How do both founders connect AI-era startups to their earlier lessons?
Review Questions
- What strategic ambiguity at Bayes Impact made it easy to end up with a consulting-like business, and how was that ambiguity surfaced?
- How did Canopy’s shipping cadence affect its ability to iterate, and what would change if a non-technical founder prototypes earlier?

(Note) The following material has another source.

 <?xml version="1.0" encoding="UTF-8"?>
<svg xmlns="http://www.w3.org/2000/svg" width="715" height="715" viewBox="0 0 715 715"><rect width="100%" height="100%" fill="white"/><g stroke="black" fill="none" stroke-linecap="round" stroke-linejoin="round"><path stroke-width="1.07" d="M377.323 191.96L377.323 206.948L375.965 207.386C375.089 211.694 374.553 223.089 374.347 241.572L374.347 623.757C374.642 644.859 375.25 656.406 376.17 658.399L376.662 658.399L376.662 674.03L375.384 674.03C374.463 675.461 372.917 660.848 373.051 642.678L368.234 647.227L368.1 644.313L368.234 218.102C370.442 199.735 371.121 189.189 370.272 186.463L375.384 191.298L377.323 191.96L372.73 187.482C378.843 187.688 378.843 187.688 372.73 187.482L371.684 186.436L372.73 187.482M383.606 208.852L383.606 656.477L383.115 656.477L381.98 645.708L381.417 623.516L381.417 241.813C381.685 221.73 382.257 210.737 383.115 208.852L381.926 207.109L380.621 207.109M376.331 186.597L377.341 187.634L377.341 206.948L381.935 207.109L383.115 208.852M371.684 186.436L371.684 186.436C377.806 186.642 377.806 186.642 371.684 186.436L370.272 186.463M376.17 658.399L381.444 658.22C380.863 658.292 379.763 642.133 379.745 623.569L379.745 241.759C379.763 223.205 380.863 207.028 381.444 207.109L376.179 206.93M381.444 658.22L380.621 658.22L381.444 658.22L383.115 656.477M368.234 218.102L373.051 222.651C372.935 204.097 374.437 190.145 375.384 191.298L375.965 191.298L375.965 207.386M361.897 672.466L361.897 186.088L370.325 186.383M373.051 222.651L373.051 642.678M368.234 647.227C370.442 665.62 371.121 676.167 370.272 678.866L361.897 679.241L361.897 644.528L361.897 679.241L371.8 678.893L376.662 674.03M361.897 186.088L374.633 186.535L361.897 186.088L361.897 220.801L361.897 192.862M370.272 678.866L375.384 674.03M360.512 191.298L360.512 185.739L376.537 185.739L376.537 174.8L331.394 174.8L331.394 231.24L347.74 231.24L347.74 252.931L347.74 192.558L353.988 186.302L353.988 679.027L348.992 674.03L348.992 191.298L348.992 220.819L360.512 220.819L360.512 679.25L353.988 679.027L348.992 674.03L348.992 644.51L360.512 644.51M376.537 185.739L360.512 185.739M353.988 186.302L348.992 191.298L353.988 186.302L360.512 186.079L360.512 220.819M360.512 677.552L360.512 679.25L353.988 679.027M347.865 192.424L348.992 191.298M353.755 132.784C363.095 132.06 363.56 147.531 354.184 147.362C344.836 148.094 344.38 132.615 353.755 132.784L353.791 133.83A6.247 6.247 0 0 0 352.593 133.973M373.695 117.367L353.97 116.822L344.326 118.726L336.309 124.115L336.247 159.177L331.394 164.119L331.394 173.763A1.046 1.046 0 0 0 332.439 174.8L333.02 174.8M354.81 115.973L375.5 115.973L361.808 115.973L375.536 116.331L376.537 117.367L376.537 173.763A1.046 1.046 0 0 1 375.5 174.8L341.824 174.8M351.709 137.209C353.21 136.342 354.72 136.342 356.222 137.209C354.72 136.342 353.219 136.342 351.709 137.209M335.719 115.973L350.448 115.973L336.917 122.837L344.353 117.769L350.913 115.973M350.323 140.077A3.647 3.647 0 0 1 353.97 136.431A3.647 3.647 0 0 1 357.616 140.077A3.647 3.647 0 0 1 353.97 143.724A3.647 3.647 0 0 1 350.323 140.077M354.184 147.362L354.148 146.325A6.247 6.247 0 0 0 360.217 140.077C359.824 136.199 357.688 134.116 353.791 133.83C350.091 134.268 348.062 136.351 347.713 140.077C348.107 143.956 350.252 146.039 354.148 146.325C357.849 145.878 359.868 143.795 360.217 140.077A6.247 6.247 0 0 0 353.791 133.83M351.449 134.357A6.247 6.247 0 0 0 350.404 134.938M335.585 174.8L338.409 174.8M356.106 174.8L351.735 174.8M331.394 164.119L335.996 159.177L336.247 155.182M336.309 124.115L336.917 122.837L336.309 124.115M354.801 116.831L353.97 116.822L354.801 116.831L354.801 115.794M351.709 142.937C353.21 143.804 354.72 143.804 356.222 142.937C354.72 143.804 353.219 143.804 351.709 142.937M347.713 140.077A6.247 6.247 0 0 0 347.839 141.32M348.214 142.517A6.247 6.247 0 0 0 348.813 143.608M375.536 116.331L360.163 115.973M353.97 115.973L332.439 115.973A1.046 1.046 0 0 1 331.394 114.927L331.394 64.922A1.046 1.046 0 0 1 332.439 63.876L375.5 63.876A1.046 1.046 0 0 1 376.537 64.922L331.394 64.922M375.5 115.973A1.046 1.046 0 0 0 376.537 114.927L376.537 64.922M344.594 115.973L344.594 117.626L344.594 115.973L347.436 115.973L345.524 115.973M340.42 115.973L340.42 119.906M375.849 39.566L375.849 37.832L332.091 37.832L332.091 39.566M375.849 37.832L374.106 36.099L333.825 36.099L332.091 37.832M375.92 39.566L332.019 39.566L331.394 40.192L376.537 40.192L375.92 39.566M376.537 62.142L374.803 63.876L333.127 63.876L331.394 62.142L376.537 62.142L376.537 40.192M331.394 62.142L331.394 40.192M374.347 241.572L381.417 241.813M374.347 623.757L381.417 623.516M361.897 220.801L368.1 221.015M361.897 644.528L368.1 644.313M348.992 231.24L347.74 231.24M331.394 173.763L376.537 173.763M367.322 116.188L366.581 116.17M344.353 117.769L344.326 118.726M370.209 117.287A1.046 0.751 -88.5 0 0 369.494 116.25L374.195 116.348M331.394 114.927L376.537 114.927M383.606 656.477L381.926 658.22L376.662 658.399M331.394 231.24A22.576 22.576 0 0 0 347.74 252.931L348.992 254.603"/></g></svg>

- In an AI-first environment, what should a vertical startup still treat as non-negotiable: the wedge, the data moat, or the architecture—and why?
Key Points
- 1
Bayes Impact’s mission stayed consistent, but its operating model evolved through multiple iterations as it learned what could scale.
- 2
Starting with a broad AI/data-science promise without choosing a product-vs-services endgame can unintentionally produce a consulting business.
- 3
A culture of brutally honest feedback helps teams surface strategic misalignment early, especially when everyone is busy executing.
- 4
Non-technical founders can struggle to maintain fast customer feedback loops if development timelines prevent rapid shipping and experimentation.
- 5
Modern tooling can reduce the need for a purely “technical” founder by enabling prototyping and upskilling before partnering.
- 6
AI-era startups should assume general capabilities may be accessible via APIs, but still need a clear wedge and user/problem focus.
- 7
Building a company that lasts requires assembling a high-talent team with shared vision, not relying on solo execution indefinitely.